In recent days, the U.S. Fish and Wildlife Service has been the topic of significant national media attention concerning a youngster and her mom who picked up a baby woodpecker they felt was threatened by the family cat and took it home. The Service appreciates the family's efforts to do the right thing for the woodpecker and commends them for releasing the bird once contacted by law enforcement. The citation should never have been issued, and the Service has apologized to the family for the error.

You may be wondering what the best way to handle a situation like this if it ever happens to you.  The following is a brief rundown of what you should keep in mind if you come across this situation.  

baby robin

The first thing to do is to determine if the bird really needs help. In most cases, a baby bird may be a fledged bird (one that has just left the nest and is learning to fly) and its parent may be close by watching.  Fledglings are typically adorable, fluffy, and have a short tail. There is usually no need to ‘rescue’ a fledgling bird. It is merely learning from his parents how to survive and doesn’t really need human help. If you are concerned, you can watch the bird for a while to determine if the bird is truly orphaned or in danger. 

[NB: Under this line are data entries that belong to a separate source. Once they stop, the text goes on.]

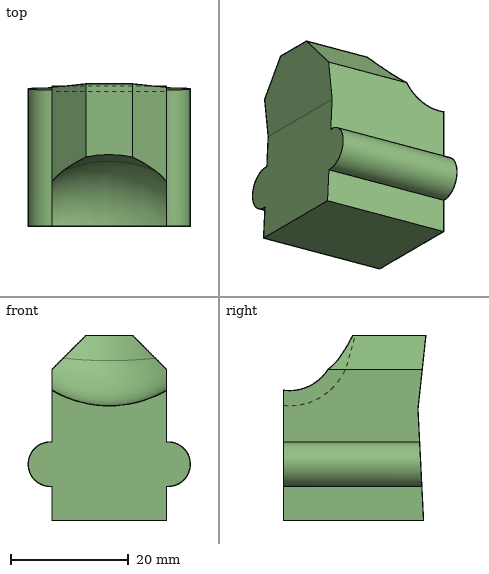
import cadquery as cq
import math

body_width = 19.5
height = 31.52
bevel = 5.8

depth_base = 23.85
depth_waist = 22.9
depth_top = 24.25
waist_height = 19.0

rail_radius = 3.81
rail_centre_height = 9.6
overall_width = 27.6

scoop_axis_y = 1.0
scoop_axis_z = 29.9
scoop_depth_radius = 10.4
scoop_cross_radius = 19.4
scoop_wall_lean = 15.0

margin = 1.0


def make_railed_block():
    """Bevelled block with a round rail partly sunk into each side, extruded along Y."""
    half_width = body_width / 2
    rail_offset = overall_width / 2 - rail_radius
    block = (
        cq.Workplane("XZ")
        .polyline([
            (-half_width, 0),
            (half_width, 0),
            (half_width, height - bevel),
            (half_width - bevel, height),
            (-half_width + bevel, height),
            (-half_width, height - bevel),
        ])
        .close()
        .extrude(-depth_top)
    )
    rails = (
        cq.Workplane("XZ")
        .pushPoints([(-rail_offset, rail_centre_height), (rail_offset, rail_centre_height)])
        .circle(rail_radius)
        .extrude(-depth_top)
    )
    return block.union(rails)


def make_side_envelope():
    """Side profile in YZ that gives the back face its bend."""
    return (
        cq.Workplane("YZ")
        .polyline([
            (0, 0),
            (depth_base, 0),
            (depth_waist, waist_height),
            (depth_top, height),
            (0, height),
        ])
        .close()
        .extrude(overall_width / 2 + margin, both=True)
    )


def scoop_section(normal):
    """Section between the scoop axis and the cross-arc, in the plane facing `normal`."""
    half_span = body_width / 2 + margin
    sag = scoop_cross_radius - math.sqrt(scoop_cross_radius**2 - half_span**2)
    edge = scoop_depth_radius - sag
    plane = cq.Plane(origin=(0, scoop_axis_y, scoop_axis_z), xDir=(1, 0, 0), normal=normal)
    return (
        cq.Workplane(plane)
        .moveTo(-half_span, 0)
        .lineTo(-half_span, -edge)
        .threePointArc((0, -scoop_depth_radius), (half_span, -edge))
        .lineTo(half_span, 0)
        .close()
    )


def make_scoop():
    """Cutter for the finger scoop: dished floor, leaning wall and the space in front."""
    turn = 180 - scoop_wall_lean
    floor = scoop_section((0, 0, 1)).revolve(turn, (0, 0, 0), (1, 0, 0))

    lean = math.radians(scoop_wall_lean)
    down_the_wall = (0, -math.sin(lean), -math.cos(lean))
    wall_length = scoop_depth_radius
    wall = scoop_section(down_the_wall).extrude(-wall_length)

    clearance_front = -scoop_depth_radius
    clearance_back = scoop_axis_y + scoop_depth_radius / 2
    clearance = cq.Workplane("XY").box(
        body_width + 2 * margin,
        clearance_back - clearance_front,
        height + margin - scoop_axis_z,
        centered=(True, False, False),
    ).translate((0, clearance_front, scoop_axis_z))
    return floor.union(wall).union(clearance)


result = make_railed_block().intersect(make_side_envelope()).cut(make_scoop())

If there is danger nearby (like a free roaming cat), you can remove the cat from the area and see if you can put the cat indoors.  If you have determined that the bird is really orphaned (you can see that parents are dead) or if the bird is visibly injured, you should call a wildlife rehabilitator. Rehabilitators have the knowledge, training and required permits that enable them to legally and properly care for a bird. There are Federal laws that protect birds (most specifically the Migratory Bird Treaty Act) and in most cases it is not legal for an individual to possess a wild bird.

You can find a rehabilitator at http://wildliferehabinfo.org/ContactList_MnPg.htm.  A rehabilitator will be able to instruct you about what to do to care for the bird until it can be placed in their care.   You can also contact your state fish and wildlife agency or local U.S. Fish and Wildlife Service office to provide assistance.  For a list of Fish and Wildlife Service offices, visit www.fws.gov.  

While the above senario is spefic to birds, it can be applicable to any type of wildlife.  

Coincidentally, I have spent a lot of time today reading about feral children, some allegedly raised by, or aided by, wild animals:baboons, vervet monkeys, wolves,even gazelles. In some cases neglected and abused children were given food and "family," as well as survival skills, by domestic animals like dogs and birds. There are also many confirmed cases of animals caring for orphaned or injured animals of other species. Compassion can be found in the most surprising places. Remember to remember you Wildlife Rehabilitators...seek them out so you will know who to call in an emergency. They are the greatest people!